Data excerpts:

----

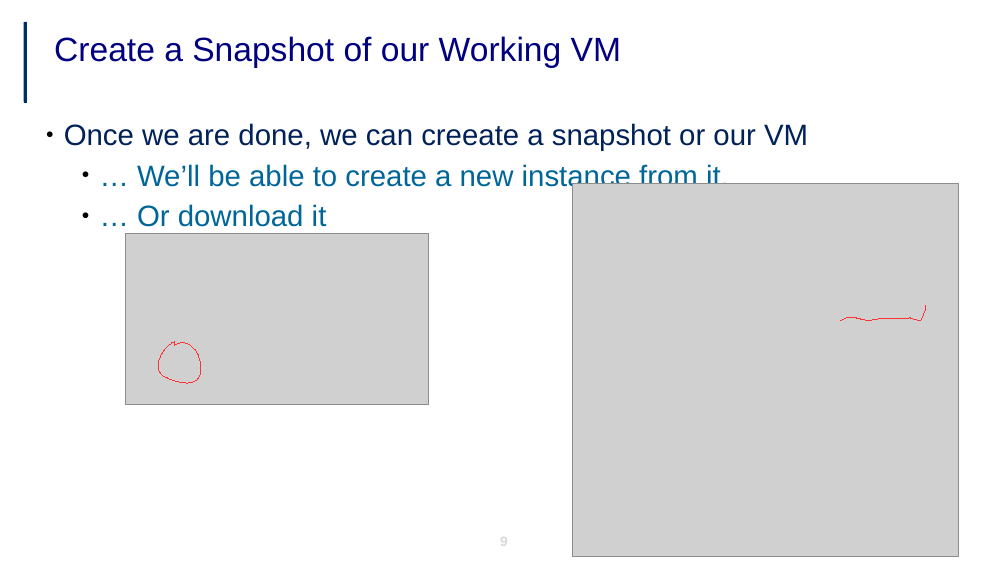
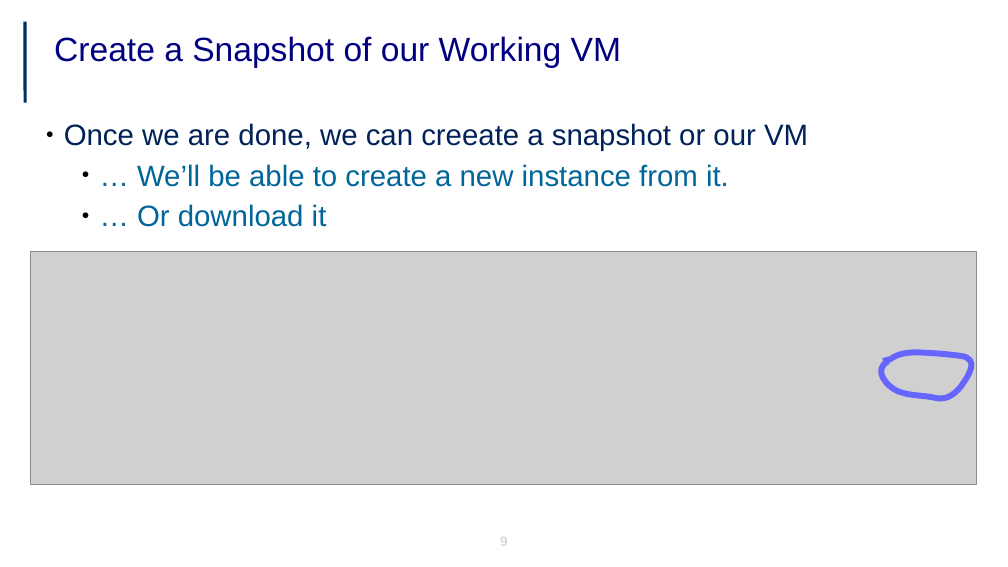
Before and after one commit to jicarretero/SummitMalaga2017, a slide deck: slide 9 of FiwareUtrecht.odp. Drawn at 1008x567 pixels with LibreOffice and Linux fonts; fonts in the diff are those of the drawing; grey boxes stand for pictures; background and template pictures are left out. Boxes give left, top, right and bottom in pixels: in the first picture for what was removed or moved away, otherwise in the second. Text is boxed around its words. In the diff, an @@ line names an element or a change of style, - is before the commit and + after.

```diff
--- a/FiwareUtrecht.odp
+++ b/FiwareUtrecht.odp
@@ picture removed at box(126, 233, 429, 405) @@
@@ picture: place and size @@
-picture at box(572, 183, 959, 557)
+picture at box(31, 252, 977, 485)
@@ freeform shape removed at box(841, 306, 926, 321) @@
@@ freeform shape removed at box(158, 342, 201, 383) @@
@@ freeform shape added at box(881, 352, 971, 399), outline #6666FF 5.67 pt @@
```
Also in this commit, not shown: 8 other slides changed, 3 slides added, 3 slides removed, 9 other files.
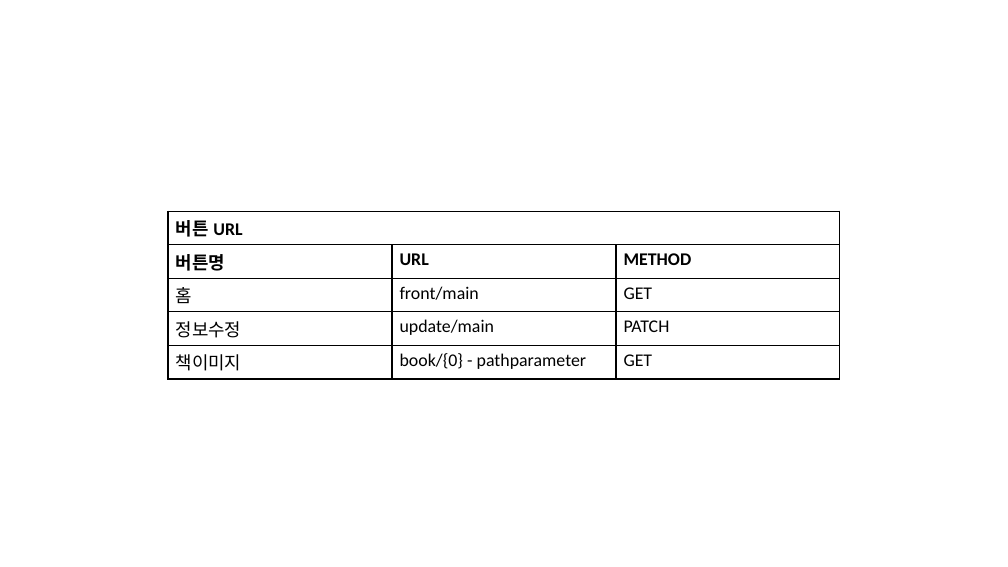
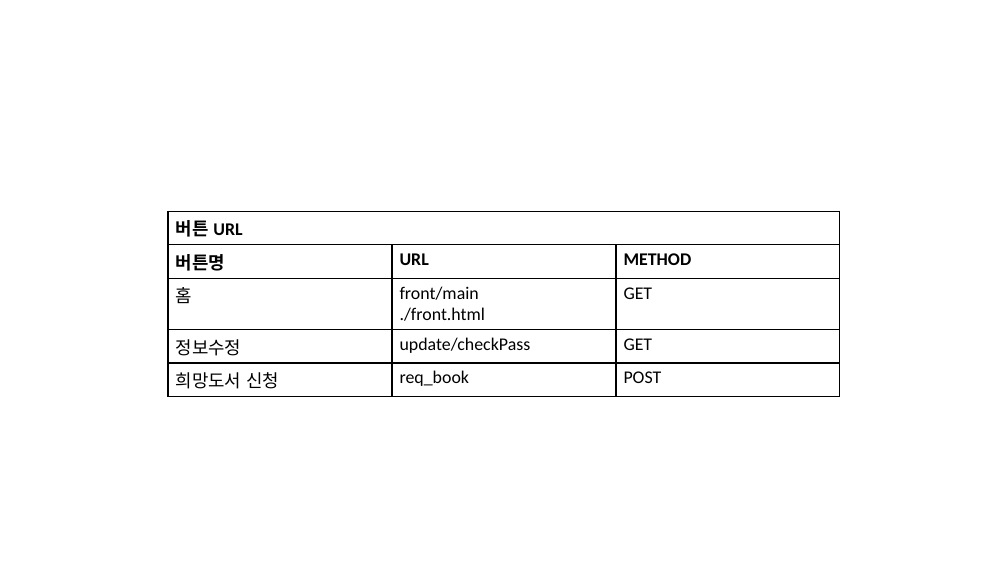
Before and after one commit to to-hworld/Library_Project, a slide deck: slide 18 of design/pageDesign.pptx (slide 17 before the commit). Drawn at 1008x567 pixels with LibreOffice and Linux fonts; fonts in the diff are those of the drawing. Boxes give left, top, right and bottom in pixels: in the first picture for what was removed or moved away, otherwise in the second. Text is boxed around its words. In the diff, an @@ line names an element or a change of style, - is before the commit and + after.

```diff
--- a/design/pageDesign.pptx
+++ b/design/pageDesign.pptx
@@ table at (168,211,839,393) @@
-row 3, column 2: front/main
+row 3, column 2: front/main / ./front.html
-row 4, column 2: update/main
+row 4, column 2: update/checkPass
-row 4, column 3: PATCH
+row 4, column 3: GET
-row 5: 책이미지 | book/{0} - pathparameter | GET
+row 5: 희망도서 신청 | req_book | POST
```
Also in this commit, not shown: 22 other slides changed, 1 slide added, 6 other files.

----

"shown" is the string to look for; please copy every line of the records above where it appears.

Also in this commit, not shown: 8 other slides changed, 3 slides added, 3 slides removed, 9 other files.
Also in this commit, not shown: 22 other slides changed, 1 slide added, 6 other files.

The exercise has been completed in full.